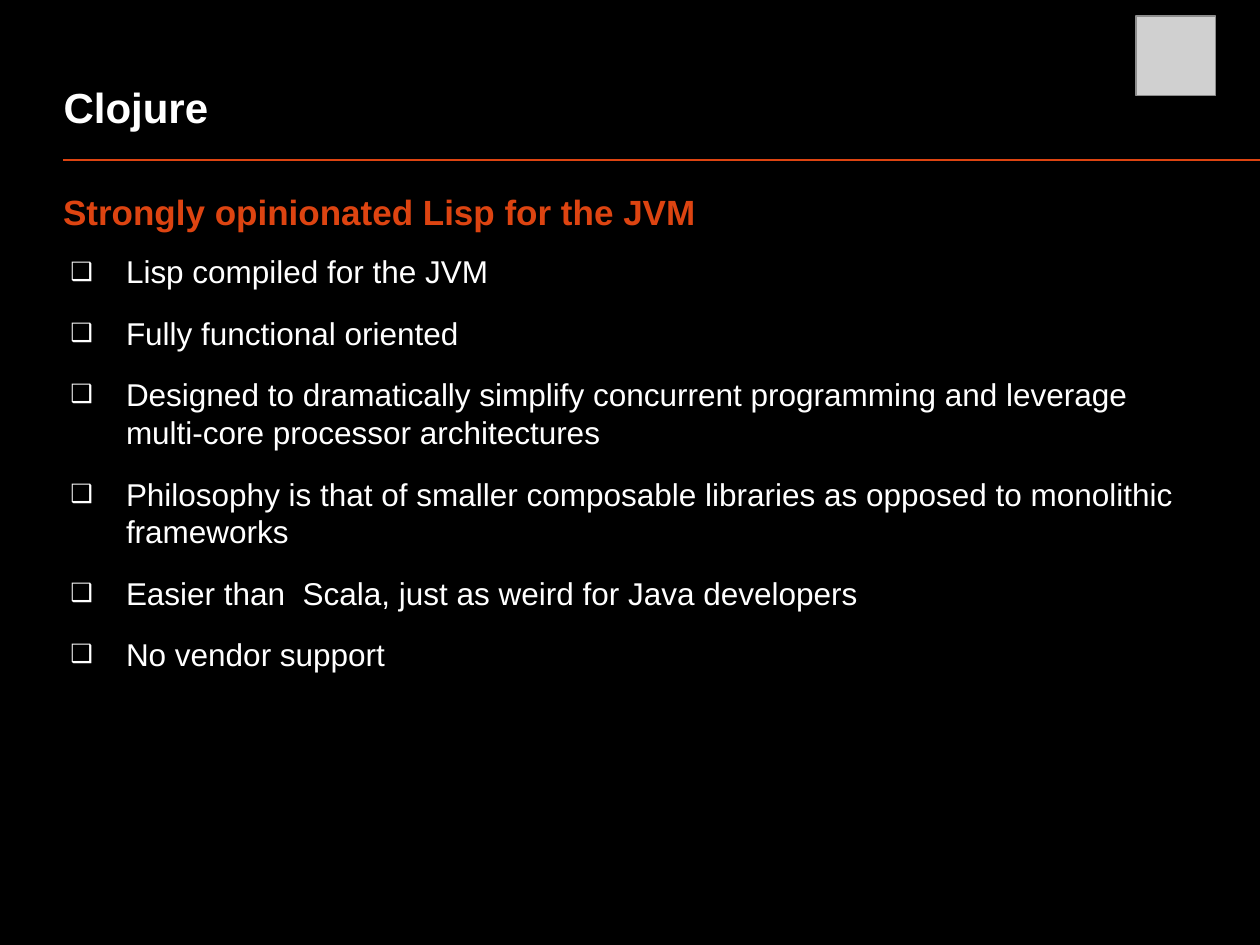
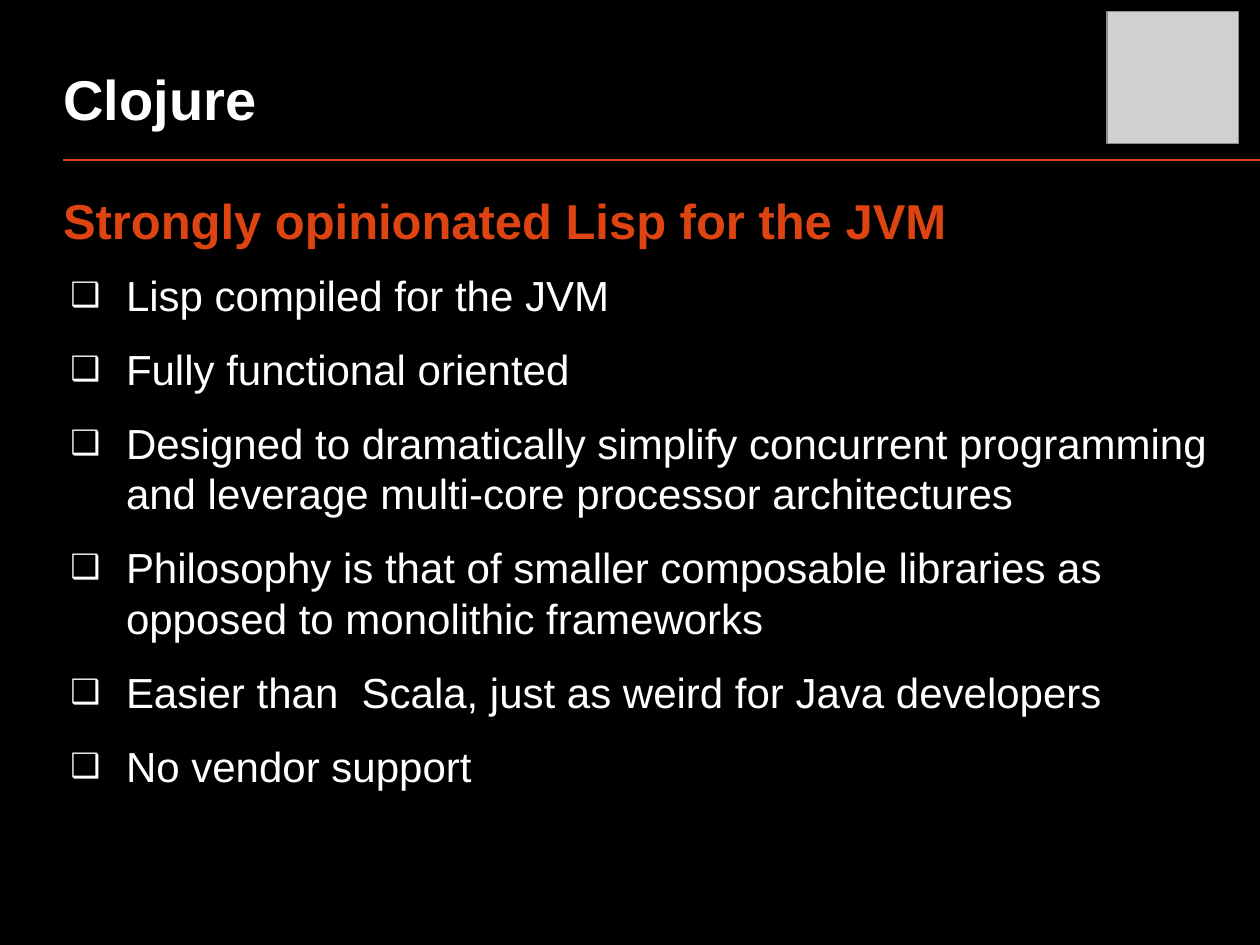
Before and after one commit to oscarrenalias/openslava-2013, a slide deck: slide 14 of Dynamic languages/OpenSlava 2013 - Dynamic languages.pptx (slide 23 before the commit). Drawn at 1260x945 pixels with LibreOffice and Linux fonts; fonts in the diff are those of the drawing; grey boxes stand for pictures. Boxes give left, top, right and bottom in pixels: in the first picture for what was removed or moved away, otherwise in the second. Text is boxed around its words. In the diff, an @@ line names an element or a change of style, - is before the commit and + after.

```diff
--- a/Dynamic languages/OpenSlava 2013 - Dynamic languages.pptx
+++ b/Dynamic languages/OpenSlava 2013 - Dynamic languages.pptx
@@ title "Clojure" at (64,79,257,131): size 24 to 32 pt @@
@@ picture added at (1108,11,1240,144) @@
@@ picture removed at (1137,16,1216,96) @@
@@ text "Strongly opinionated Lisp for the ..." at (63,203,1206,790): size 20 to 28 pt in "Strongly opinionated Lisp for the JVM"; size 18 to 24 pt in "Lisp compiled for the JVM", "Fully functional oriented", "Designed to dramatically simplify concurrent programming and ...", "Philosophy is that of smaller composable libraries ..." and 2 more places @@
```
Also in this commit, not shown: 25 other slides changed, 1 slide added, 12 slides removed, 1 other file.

____________________

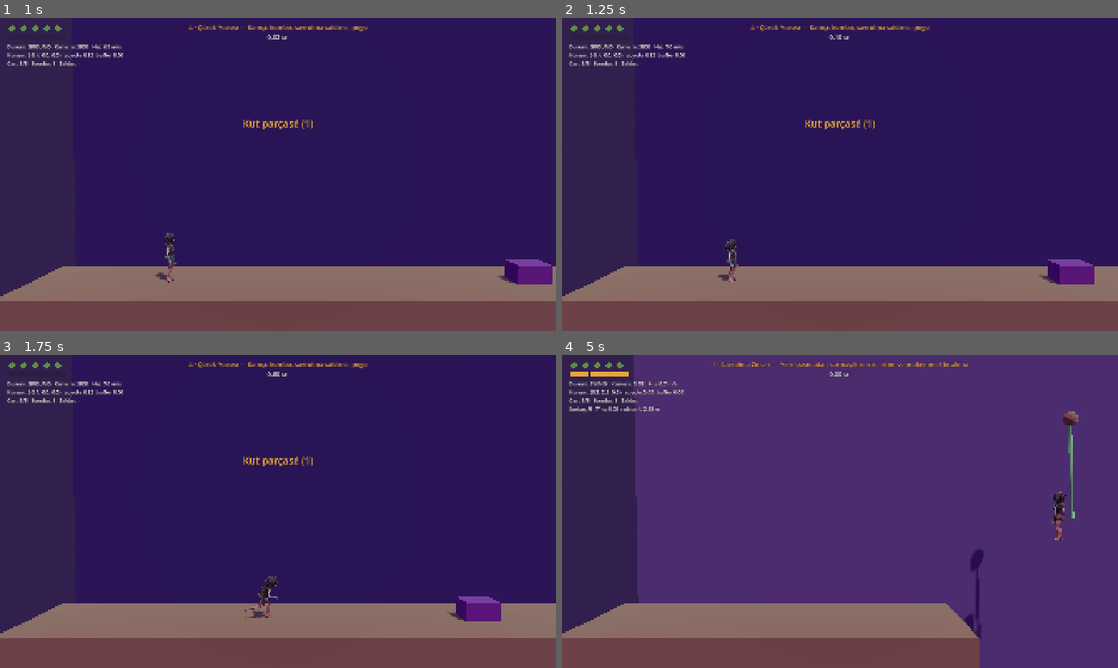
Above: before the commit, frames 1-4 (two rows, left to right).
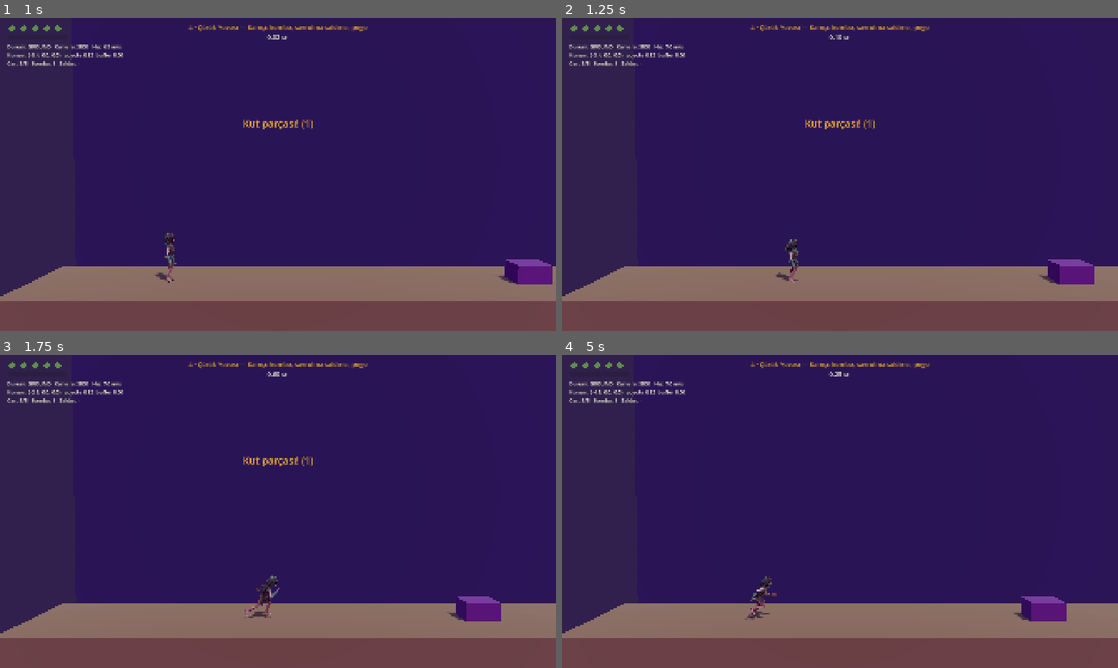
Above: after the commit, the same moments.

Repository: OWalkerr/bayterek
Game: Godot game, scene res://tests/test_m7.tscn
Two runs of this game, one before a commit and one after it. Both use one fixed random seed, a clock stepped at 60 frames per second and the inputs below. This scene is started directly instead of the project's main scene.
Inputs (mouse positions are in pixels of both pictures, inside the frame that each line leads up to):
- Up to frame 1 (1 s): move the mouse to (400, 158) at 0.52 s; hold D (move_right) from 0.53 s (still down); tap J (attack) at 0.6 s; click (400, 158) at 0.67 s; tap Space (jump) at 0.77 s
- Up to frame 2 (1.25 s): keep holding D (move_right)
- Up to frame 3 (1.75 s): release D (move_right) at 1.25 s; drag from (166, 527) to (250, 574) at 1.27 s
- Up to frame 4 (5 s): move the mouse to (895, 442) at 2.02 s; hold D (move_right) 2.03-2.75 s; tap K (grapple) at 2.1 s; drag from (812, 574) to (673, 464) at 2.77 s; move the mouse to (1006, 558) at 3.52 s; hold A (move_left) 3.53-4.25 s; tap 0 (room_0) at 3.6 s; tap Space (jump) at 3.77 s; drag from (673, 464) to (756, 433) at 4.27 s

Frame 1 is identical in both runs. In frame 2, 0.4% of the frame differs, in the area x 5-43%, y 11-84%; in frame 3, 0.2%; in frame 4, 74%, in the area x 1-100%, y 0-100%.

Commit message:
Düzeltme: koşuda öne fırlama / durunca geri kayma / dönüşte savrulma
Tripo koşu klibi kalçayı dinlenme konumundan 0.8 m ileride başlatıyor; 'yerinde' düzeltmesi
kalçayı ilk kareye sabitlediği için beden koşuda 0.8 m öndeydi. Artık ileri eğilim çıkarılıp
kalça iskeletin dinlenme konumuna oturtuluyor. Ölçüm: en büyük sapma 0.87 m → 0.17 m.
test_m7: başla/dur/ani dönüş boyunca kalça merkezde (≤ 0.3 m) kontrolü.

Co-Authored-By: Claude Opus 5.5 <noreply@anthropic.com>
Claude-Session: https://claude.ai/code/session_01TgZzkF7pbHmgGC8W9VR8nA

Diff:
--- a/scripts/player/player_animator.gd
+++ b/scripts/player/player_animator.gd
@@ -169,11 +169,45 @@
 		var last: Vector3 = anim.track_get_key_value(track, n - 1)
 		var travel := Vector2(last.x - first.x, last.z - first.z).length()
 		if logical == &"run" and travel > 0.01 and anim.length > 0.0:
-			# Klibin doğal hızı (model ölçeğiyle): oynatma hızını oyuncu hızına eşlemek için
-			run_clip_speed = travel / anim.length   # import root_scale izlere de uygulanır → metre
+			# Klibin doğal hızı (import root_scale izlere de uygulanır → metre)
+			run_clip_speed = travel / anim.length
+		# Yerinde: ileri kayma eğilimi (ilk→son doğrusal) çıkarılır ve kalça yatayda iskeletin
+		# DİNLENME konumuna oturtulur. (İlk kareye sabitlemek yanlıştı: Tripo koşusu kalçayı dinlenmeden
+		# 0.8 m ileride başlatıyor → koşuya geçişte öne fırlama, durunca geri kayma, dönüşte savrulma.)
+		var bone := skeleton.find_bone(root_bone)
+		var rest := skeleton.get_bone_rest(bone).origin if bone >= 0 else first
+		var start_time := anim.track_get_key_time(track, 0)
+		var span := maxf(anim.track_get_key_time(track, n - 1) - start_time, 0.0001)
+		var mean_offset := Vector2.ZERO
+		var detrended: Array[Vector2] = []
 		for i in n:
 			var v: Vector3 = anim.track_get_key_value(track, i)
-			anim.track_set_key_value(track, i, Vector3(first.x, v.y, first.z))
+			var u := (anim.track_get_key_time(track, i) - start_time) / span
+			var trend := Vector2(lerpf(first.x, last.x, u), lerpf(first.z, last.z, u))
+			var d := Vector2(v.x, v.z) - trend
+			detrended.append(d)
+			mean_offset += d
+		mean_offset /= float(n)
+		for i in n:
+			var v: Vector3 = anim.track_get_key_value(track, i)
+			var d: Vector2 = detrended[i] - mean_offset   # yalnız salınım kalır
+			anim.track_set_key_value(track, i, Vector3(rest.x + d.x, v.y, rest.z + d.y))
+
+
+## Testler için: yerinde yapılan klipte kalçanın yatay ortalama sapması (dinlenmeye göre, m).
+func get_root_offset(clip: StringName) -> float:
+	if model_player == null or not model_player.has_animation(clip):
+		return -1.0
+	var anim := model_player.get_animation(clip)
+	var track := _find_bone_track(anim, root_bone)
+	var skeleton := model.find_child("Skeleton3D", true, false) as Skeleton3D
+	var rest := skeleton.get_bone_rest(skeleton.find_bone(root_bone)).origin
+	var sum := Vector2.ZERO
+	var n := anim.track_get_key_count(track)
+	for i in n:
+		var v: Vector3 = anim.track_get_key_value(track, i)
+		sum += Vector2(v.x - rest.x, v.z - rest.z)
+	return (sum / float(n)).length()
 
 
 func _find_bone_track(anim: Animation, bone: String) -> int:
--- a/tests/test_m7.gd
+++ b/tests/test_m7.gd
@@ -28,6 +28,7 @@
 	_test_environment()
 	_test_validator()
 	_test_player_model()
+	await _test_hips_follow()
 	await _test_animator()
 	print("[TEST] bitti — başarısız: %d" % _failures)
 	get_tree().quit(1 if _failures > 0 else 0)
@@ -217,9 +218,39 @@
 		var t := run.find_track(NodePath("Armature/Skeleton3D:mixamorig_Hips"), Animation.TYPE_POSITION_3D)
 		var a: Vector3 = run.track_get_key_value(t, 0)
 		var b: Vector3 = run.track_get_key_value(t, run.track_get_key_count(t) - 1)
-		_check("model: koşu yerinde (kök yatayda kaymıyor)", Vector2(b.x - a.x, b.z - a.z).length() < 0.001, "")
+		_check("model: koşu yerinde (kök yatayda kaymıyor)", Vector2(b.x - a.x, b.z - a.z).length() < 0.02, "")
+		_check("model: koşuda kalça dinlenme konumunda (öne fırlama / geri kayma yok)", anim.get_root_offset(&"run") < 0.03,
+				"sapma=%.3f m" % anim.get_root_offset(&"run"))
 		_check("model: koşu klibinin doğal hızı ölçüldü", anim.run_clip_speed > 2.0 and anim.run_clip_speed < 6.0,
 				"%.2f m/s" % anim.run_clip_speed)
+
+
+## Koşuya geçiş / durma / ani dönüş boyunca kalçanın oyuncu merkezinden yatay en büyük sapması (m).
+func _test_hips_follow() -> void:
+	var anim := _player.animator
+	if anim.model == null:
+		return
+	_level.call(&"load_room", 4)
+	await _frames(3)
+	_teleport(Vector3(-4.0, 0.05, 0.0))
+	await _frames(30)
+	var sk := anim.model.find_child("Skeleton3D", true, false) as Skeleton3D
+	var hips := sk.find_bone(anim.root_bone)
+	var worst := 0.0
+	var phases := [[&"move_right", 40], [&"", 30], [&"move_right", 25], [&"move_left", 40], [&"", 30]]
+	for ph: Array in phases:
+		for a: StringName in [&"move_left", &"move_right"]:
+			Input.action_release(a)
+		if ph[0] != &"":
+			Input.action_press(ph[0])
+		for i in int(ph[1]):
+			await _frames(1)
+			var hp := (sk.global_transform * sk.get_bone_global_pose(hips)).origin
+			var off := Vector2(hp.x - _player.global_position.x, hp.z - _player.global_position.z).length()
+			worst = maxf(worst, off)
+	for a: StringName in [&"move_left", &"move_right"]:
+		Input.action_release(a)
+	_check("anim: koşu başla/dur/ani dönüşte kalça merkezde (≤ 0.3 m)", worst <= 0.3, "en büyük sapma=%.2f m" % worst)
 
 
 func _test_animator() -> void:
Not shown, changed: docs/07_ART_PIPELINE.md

____________________

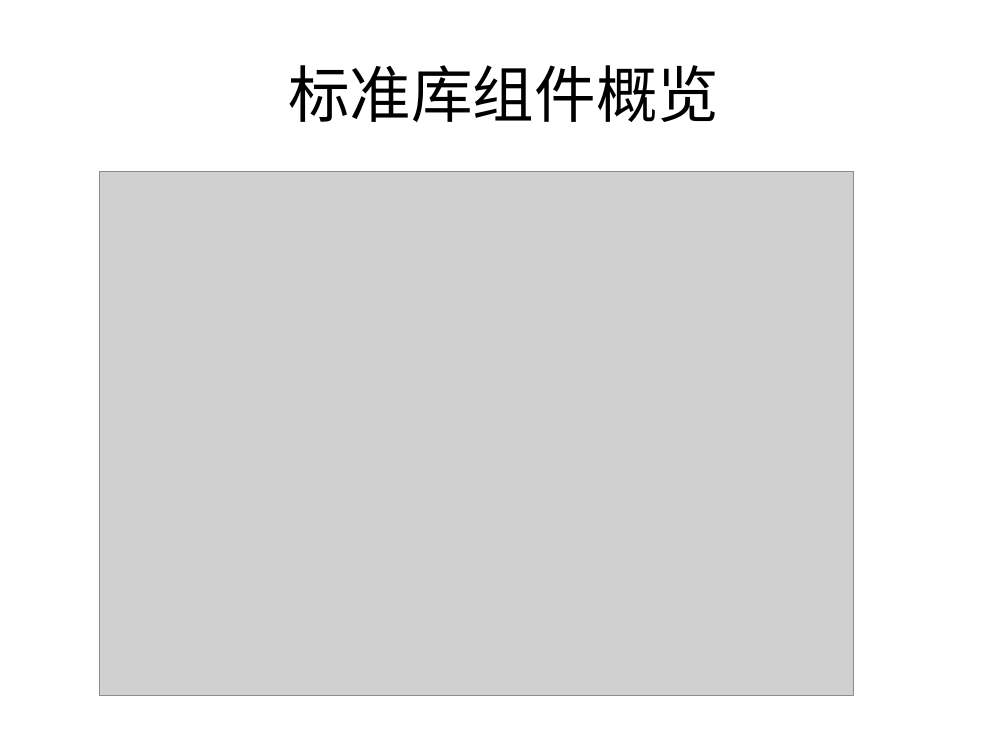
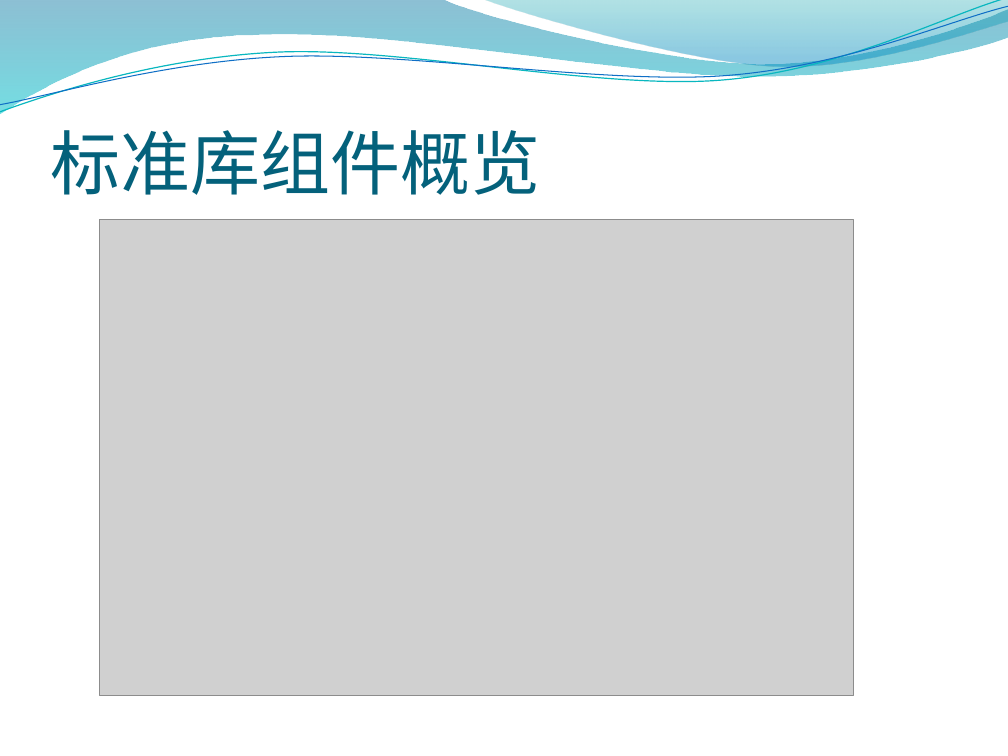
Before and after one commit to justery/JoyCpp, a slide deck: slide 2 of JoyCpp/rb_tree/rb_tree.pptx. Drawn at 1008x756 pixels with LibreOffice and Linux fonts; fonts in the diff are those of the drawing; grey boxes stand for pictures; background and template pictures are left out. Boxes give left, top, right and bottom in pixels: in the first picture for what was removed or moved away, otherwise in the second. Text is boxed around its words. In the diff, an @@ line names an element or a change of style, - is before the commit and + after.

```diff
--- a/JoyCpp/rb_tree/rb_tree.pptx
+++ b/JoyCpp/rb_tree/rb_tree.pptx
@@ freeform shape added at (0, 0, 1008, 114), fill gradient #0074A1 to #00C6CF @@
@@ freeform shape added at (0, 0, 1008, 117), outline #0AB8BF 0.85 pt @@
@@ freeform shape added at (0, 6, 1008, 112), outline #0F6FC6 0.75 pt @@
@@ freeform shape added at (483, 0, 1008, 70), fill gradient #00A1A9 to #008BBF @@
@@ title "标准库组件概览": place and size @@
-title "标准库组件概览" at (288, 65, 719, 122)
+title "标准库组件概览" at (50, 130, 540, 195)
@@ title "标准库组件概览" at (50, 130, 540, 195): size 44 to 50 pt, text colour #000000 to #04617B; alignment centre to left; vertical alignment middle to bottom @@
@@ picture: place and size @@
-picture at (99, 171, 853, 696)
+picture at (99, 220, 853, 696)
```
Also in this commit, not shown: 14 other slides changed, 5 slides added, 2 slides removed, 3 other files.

____________________

◆ **Problem description**: The answer is the lines above between the line holding "get_root_offset(clip: StringName) ->" and the line holding "(sum / float(n)).length()", inclusive, each written out exactly, and no others.

◆ **Response for this exercise**:
+func get_root_offset(clip: StringName) -> float:
+	if model_player == null or not model_player.has_animation(clip):
+		return -1.0
+	var anim := model_player.get_animation(clip)
+	var track := _find_bone_track(anim, root_bone)
+	var skeleton := model.find_child("Skeleton3D", true, false) as Skeleton3D
+	var rest := skeleton.get_bone_rest(skeleton.find_bone(root_bone)).origin
+	var sum := Vector2.ZERO
+	var n := anim.track_get_key_count(track)
+	for i in n:
+		var v: Vector3 = anim.track_get_key_value(track, i)
+		sum += Vector2(v.x - rest.x, v.z - rest.z)
+	return (sum / float(n)).length()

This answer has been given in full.